Womb Lynching: If Lincoln Was Right, Abortion Cannot Be

America has already rendered its verdict on the great moral evils of its past. Slavery was wrong. Lynching was barbaric. Segregation was injustice written into law. Those conclusions are now easy. They were not easy then.

Every generation assumes it would have stood on the right side of history. Every generation believes its moral vision is clear. And every generation has something it refuses to see.

The defenders of slavery did not think they were monsters. They believed they were protecting order. Segregationists believed they were preserving society. Those who tolerated lynching convinced themselves they were defending justice.

Injustice rarely presents itself as evil. It presents itself as necessary.

Before a human being can be destroyed, he must first be redefined. That is the first move. Always.

Slaveholders called men property. Nazis called Jews vermin. Segregationists called black Americans inferior. Language creates moral distance. Once the victim is abstracted, violence becomes manageable.

Today we are told the unborn are “products of conception,” “pregnancy tissue,” or “human embryos but not humans.” The biology is conceded. The personhood is revoked. The child is acknowledged as living, distinct, and human, but not quite one of us.

Development changes size and ability. It does not change nature.

An embryo is not a different kind of being. It is a different stage of the same being. Just as a toddler is not a separate species from an adult, a fetus is not a separate species from a newborn. The only difference is degree of development.

The phrase “human embryo but not human” is not science. It is moral camouflage.

If abortion is to remain defensible, the victim must remain distant.

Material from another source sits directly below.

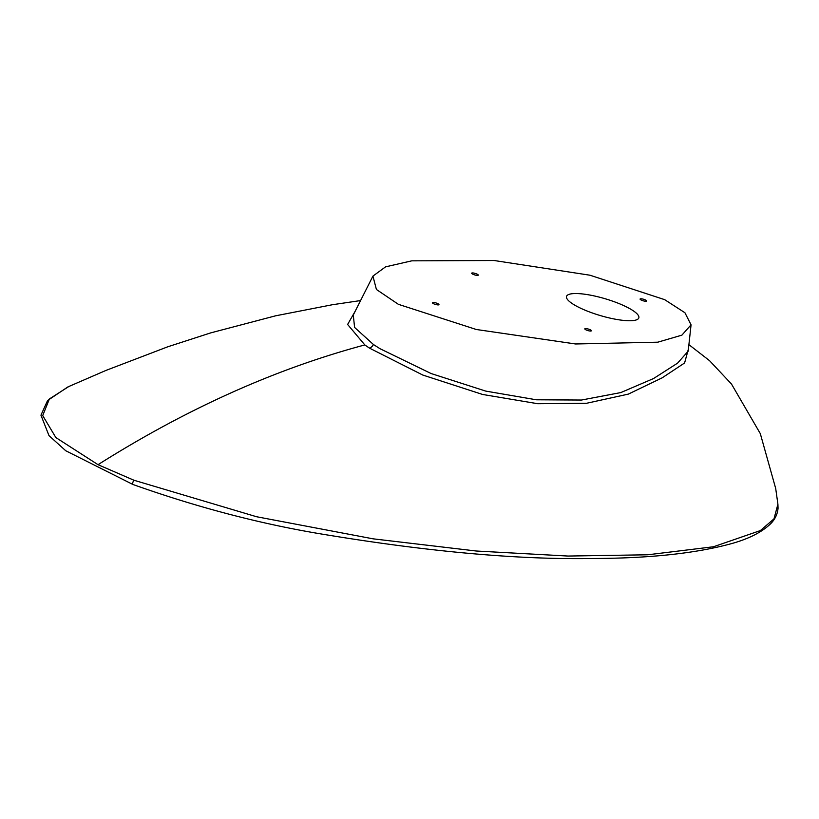 <?xml version="1.0" encoding="UTF-8"?>
<svg xmlns="http://www.w3.org/2000/svg" width="819" height="819" viewBox="0 0 819 819"><rect width="100%" height="100%" fill="white"/><g stroke="black" fill="none" stroke-linecap="round" stroke-linejoin="round"><path stroke-width="1.23" d="M372.932 276.105L376.412 289.476L398.403 304.33L476.269 329.484L575.552 343.97L657.77 342.188L681.879 335.155L691.062 324.826L684.919 312.735L664.659 299.652L589.977 275.215L494.082 260.503L411.783 260.841L385.585 266.84L372.932 276.105L353.286 315.018L354.586 327.416L373.423 344.502L380.077 348.74L431.091 373.525L485.769 391.103L536.322 399.785L581.47 400.041L620.792 392.577L653.511 378.562L677.538 363.175L688.195 351.156M360.585 300.563L332.463 304.719L275.583 315.817L210.759 332.872L167.864 346.754L106.081 370.372L68.857 386.496L49.396 398.945L42.711 415.591L55.866 437.571L98.024 464.68L133.917 480.231L256.542 516.728L373.095 538.83L476.269 551.013L568.038 556.05L647.798 554.78L713.472 546.754L760.37 530.569L773.975 518.877L777.907 504.187L775.706 488.523L760.308 433.63L731.49 384.039L709.541 360.667L688.902 344.645M640.847 298.781A3.43 0.799 16.5 0 0 640.079 299.048A3.43 0.799 16.5 0 0 642.127 300.44A3.43 0.799 16.5 0 0 645.874 301.259A3.43 0.799 16.5 0 0 646.652 300.993A3.43 0.799 16.5 0 0 644.604 299.6A3.43 0.799 16.5 0 0 640.847 298.781M433.169 302.436A3.43 0.799 16.5 0 0 432.391 302.702A3.43 0.799 16.5 0 0 434.439 304.095A3.43 0.799 16.5 0 0 438.196 304.914A3.43 0.799 16.5 0 0 438.974 304.648A3.43 0.799 16.5 0 0 436.926 303.255A3.43 0.799 16.5 0 0 433.169 302.436M585.585 328.573A3.43 0.799 16.5 0 0 584.807 328.839A3.43 0.799 16.5 0 0 586.854 330.231A3.43 0.799 16.5 0 0 590.612 331.04A3.43 0.799 16.5 0 0 591.39 330.784A3.43 0.799 16.5 0 0 589.342 329.392A3.43 0.799 16.5 0 0 585.585 328.573M472.461 272.932A3.43 0.799 16.5 0 0 471.683 273.198A3.43 0.799 16.5 0 0 473.73 274.59A3.43 0.799 16.5 0 0 477.487 275.409A3.43 0.799 16.5 0 0 478.265 275.143A3.43 0.799 16.5 0 0 476.218 273.751A3.43 0.799 16.5 0 0 472.461 272.932M575.03 293.54A37.715 8.753 16.5 0 0 566.523 296.427A37.715 8.753 16.5 0 0 589.045 311.773A37.715 8.753 16.5 0 0 630.333 320.741A37.715 8.753 16.5 0 0 638.84 317.854A37.715 8.753 16.5 0 0 616.318 302.508A37.715 8.753 16.5 0 0 575.03 293.54M688.441 348.904L684.592 362.981L662.121 377.866L628.306 394.123L586.476 403.296L537.673 403.706L482.586 394.461L422.717 375.02L369.389 348.075L364.824 344.932L347.614 324.457L355.313 311.005M133.917 480.231A2.57 0.809 111 0 0 132.78 482.77A2.57 0.809 111 0 0 132.913 484.479L132.913 484.479A2.57 0.809 111 0 0 133.128 484.479M369.389 348.075A5.139 3.43 123.5 0 0 373.423 344.502M98.024 464.68C186.701 408.712 275.634 368.806 364.824 344.932M67.813 386.967L47.563 400.542L40.95 415.182L48.986 435.606L65.745 450.747L132.913 484.479C198.648 507.862 263.237 524.662 326.668 534.868C430.221 551.893 519 559.776 592.997 558.497C649.969 558.323 696.252 553.327 731.858 543.529C748.935 538.748 761.834 532.176 770.566 523.822C775.009 519.41 777.507 514.23 778.05 508.261L777.907 504.187M691.062 324.826L688.185 351.197"/></g></svg>

Consider the line our law treats as sacred. A child minutes before birth can be legally dismembered. The same child minutes after birth must be protected. The only difference is location.

Birth changes geography. It does not change humanity.

The six inch journey through the birth canal does not transform a non person into a person. It reveals a person who was already there.

If rights depend on location, they are not rights. They are permissions.

We rejected skin color as a ground for rights because it was arbitrary. We rejected sex as a ground for rights because it was arbitrary. Yet we accept birth as the dividing line between protection and destruction.

Arbitrary lines are easy to defend when the victims cannot speak.

Modern abortion ideology rarely denies biology. It shifts to function. Self awareness. Consciousness. Independence. If you can exercise certain capacities, you count. If you cannot, you do not.

That logic is not limited to the womb.

Newborns lack self awareness. Alzheimer’s patients lose memory. The unconscious trauma victim has no active awareness at all. If function determines worth, equality becomes conditional.

Conditional equality is not equality.

Abraham Lincoln dismantled slavery’s logic by exposing this flaw. If rights are grounded in differences rather than shared humanity, then whoever has more of the preferred trait wins. That is not justice. That is hierarchy with moral language wrapped around it.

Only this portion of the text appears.